9. A visualization-based precision excavation guidance and control system as described in claim 8, characterized in that: The specific method for optimizing the excavation path is as follows: Extract the target vessel's instruction manual and historical construction data to obtain the corresponding excavation speed for each medium type, and obtain the target vessel's travel speed and power consumption under various water flow speeds. Then, construct an excavation path optimization model based on the ant colony algorithm. The coordinates of the target vessel’s current position, the coordinates of each over-excavated area, the coordinates of each under-excavated area, and the soil volume deviation of each area to be constructed are imported into the excavation path optimization model, thereby obtaining the construction time and construction power consumption corresponding to each path. Based on the analysis of construction time and power consumption for each path, the construction evaluation index of each path is obtained, and then compared. The path with the largest construction evaluation index is selected as the target excavation path.

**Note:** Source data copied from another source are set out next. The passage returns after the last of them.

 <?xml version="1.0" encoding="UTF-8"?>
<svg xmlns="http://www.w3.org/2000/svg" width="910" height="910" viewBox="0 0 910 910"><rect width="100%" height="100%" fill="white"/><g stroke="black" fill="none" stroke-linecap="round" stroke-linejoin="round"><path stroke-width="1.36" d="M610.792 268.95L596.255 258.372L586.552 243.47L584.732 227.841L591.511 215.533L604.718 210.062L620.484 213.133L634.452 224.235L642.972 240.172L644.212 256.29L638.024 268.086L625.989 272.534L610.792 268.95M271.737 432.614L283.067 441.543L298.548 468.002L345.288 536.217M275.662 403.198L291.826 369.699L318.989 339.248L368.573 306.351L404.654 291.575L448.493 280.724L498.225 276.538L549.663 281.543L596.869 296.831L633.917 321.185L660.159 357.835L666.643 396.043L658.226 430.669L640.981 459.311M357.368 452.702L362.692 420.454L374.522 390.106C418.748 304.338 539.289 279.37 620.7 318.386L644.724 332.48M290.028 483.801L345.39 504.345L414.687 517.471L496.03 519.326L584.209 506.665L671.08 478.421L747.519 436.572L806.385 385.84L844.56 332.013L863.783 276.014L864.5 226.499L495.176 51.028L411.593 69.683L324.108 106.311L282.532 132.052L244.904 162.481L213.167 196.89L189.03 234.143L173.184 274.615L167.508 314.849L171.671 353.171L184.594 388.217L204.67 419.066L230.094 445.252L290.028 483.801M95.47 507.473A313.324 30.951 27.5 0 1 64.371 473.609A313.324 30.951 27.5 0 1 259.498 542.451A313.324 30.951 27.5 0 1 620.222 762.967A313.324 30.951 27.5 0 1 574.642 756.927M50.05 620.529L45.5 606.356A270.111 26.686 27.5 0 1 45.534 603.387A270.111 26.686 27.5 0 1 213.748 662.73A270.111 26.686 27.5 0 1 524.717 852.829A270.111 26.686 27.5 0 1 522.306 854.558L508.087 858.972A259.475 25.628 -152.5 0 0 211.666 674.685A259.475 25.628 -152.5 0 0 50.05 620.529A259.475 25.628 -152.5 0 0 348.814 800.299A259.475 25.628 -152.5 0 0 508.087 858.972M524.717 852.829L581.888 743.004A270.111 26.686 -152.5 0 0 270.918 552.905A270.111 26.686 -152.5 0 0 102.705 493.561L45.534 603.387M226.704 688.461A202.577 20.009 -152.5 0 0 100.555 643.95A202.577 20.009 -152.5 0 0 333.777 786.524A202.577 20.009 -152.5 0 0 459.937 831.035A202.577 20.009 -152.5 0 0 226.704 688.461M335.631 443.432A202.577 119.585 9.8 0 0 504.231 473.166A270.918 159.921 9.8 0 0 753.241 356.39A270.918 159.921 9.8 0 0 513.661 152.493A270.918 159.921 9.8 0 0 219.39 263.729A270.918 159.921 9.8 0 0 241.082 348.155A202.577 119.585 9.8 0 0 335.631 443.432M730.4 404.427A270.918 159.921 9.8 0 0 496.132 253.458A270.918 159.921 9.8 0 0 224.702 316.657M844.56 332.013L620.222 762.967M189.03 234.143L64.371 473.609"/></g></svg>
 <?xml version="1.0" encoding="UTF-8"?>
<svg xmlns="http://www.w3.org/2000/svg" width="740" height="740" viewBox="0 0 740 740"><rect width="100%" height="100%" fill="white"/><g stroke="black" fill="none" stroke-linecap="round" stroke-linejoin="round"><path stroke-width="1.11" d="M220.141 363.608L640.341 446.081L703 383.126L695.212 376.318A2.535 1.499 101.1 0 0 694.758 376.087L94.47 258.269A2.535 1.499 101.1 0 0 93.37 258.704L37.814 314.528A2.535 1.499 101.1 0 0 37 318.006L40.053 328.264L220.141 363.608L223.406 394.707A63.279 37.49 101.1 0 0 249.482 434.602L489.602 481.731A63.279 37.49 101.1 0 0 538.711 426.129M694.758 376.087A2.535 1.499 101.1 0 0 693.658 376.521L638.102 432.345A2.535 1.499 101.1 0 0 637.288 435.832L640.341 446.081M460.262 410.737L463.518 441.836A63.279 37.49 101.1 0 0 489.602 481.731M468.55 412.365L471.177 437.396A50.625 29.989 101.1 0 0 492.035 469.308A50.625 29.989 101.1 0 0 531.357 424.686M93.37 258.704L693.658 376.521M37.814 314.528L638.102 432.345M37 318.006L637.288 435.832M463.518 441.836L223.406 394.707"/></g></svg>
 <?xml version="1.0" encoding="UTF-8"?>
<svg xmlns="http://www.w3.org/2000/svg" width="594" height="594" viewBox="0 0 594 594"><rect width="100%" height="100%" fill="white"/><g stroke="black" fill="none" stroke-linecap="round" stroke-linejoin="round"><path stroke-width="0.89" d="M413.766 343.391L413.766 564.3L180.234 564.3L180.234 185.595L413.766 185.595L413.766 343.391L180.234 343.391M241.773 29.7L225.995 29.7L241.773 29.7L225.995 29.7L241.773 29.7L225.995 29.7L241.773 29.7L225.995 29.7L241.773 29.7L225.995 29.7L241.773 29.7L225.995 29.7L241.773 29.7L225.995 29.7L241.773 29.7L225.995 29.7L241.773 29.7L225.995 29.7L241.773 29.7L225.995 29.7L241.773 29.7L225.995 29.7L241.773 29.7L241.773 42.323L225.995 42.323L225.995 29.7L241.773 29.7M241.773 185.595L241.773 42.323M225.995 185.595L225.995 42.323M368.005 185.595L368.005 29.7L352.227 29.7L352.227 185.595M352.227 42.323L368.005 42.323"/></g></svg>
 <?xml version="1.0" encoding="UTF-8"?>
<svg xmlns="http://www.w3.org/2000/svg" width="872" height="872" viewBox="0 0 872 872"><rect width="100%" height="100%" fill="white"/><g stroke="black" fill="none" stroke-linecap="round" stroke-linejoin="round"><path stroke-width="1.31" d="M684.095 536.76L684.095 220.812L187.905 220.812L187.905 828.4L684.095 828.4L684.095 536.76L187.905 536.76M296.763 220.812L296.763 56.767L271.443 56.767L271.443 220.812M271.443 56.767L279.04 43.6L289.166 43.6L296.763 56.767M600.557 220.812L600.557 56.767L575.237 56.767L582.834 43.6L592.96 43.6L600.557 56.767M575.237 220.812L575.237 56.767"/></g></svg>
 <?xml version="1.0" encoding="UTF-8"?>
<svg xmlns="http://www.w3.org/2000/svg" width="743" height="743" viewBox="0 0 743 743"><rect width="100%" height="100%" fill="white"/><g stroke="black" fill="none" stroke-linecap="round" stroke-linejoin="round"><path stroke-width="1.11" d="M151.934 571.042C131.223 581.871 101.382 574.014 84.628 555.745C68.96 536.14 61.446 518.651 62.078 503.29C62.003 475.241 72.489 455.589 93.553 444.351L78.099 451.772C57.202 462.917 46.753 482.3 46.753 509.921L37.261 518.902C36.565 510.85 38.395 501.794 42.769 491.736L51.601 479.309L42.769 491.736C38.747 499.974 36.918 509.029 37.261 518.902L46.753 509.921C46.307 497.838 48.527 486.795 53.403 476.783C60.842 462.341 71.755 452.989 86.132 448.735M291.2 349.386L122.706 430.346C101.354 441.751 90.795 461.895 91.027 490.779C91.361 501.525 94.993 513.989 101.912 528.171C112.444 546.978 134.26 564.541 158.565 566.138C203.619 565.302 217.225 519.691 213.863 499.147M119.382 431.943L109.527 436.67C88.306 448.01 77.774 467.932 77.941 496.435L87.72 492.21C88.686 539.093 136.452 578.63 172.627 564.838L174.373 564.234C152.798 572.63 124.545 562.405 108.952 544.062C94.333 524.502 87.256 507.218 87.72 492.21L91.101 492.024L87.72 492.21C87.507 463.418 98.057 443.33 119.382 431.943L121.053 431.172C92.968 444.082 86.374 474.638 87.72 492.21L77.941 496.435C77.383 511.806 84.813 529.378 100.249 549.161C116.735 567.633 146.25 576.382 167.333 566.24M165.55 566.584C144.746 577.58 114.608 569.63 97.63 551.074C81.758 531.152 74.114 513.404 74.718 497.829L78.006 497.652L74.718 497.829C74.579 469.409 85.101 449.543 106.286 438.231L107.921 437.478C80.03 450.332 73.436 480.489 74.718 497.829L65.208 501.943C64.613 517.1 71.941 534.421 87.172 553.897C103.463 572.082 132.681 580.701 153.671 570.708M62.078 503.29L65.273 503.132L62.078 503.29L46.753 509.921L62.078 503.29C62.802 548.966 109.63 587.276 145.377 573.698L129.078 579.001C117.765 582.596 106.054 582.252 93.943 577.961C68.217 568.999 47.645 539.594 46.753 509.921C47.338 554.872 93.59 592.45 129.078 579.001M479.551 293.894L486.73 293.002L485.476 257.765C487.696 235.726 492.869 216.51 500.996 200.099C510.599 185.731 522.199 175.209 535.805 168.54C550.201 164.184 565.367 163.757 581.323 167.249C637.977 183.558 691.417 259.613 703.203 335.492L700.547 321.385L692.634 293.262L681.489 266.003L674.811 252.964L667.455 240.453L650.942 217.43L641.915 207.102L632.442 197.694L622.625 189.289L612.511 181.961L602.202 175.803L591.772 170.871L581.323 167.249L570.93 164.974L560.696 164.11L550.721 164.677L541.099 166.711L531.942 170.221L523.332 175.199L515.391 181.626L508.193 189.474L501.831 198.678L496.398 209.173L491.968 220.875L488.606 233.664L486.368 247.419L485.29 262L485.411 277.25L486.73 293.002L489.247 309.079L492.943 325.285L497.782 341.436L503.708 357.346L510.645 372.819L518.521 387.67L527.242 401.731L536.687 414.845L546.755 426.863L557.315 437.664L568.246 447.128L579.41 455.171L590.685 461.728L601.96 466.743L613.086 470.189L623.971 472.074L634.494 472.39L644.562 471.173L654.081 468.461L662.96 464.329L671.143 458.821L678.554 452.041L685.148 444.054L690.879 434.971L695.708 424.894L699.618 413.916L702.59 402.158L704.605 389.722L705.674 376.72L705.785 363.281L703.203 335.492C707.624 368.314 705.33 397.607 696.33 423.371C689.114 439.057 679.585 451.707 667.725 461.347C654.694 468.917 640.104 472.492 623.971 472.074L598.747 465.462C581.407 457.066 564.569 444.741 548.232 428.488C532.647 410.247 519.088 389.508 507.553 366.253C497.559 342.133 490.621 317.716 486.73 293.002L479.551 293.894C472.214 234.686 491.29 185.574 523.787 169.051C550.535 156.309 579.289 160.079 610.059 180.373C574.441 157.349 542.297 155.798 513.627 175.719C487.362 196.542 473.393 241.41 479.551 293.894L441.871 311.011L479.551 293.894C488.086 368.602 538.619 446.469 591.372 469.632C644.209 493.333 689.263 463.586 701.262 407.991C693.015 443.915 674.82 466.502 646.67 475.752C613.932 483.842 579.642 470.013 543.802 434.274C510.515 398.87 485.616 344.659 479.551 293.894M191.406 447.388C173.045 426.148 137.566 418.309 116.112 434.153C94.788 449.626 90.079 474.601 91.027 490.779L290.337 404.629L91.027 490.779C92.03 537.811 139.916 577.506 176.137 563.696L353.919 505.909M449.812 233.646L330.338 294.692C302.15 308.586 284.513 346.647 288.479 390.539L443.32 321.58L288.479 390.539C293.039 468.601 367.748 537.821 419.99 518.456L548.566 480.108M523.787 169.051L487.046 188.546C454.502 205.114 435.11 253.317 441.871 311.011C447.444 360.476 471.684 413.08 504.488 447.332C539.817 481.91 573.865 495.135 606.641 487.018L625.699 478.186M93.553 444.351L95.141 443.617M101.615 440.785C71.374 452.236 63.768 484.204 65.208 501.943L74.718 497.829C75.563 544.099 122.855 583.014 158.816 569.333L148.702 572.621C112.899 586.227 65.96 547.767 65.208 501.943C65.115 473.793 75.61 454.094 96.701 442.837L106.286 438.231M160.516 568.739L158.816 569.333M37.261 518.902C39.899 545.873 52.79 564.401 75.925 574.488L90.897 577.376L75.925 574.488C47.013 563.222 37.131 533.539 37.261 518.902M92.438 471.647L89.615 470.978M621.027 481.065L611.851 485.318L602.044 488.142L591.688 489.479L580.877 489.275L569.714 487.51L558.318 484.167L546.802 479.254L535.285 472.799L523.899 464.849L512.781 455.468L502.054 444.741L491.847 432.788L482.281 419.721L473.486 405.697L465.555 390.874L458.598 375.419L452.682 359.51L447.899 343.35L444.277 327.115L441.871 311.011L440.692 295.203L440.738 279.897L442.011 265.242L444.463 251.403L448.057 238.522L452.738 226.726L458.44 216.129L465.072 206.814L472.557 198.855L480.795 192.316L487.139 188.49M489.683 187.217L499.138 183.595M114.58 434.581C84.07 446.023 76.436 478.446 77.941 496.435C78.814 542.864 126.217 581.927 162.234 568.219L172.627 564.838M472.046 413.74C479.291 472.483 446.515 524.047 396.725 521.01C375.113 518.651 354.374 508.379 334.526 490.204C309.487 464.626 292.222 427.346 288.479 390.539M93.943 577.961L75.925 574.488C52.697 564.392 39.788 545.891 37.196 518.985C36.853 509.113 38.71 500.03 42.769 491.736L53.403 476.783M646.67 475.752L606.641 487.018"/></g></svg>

10. A visualization-based method for precise excavation guidance and control, characterized in that: include: S1. Use radar detection equipment to detect the riverbed of the target inland waterway to obtain the corresponding geological distribution; S2. Based on the aforementioned geological distribution, construct a geological distribution cross-sectional map of the target inland waterway and visualize it. S3. Based on the location of the target vessel, the monitoring area is dynamically divided in real time to obtain several monitoring areas, and a unique code is generated; S4. Use lidar and total station to acquire real-time three-dimensional distribution data of each monitoring area of the target inland waterway, and calculate elevation deviation and slope deviation. S5. Based on the aforementioned elevation and slope deviations, a machine learning model is used to dynamically identify over-excavated and under-excavated areas, and adjustment suggestions are generated. S6. Collect data on medium type, water flow velocity and reference location in each monitoring area, optimize the excavation path using ant colony algorithm, generate the optimal operation plan, and display the route visually.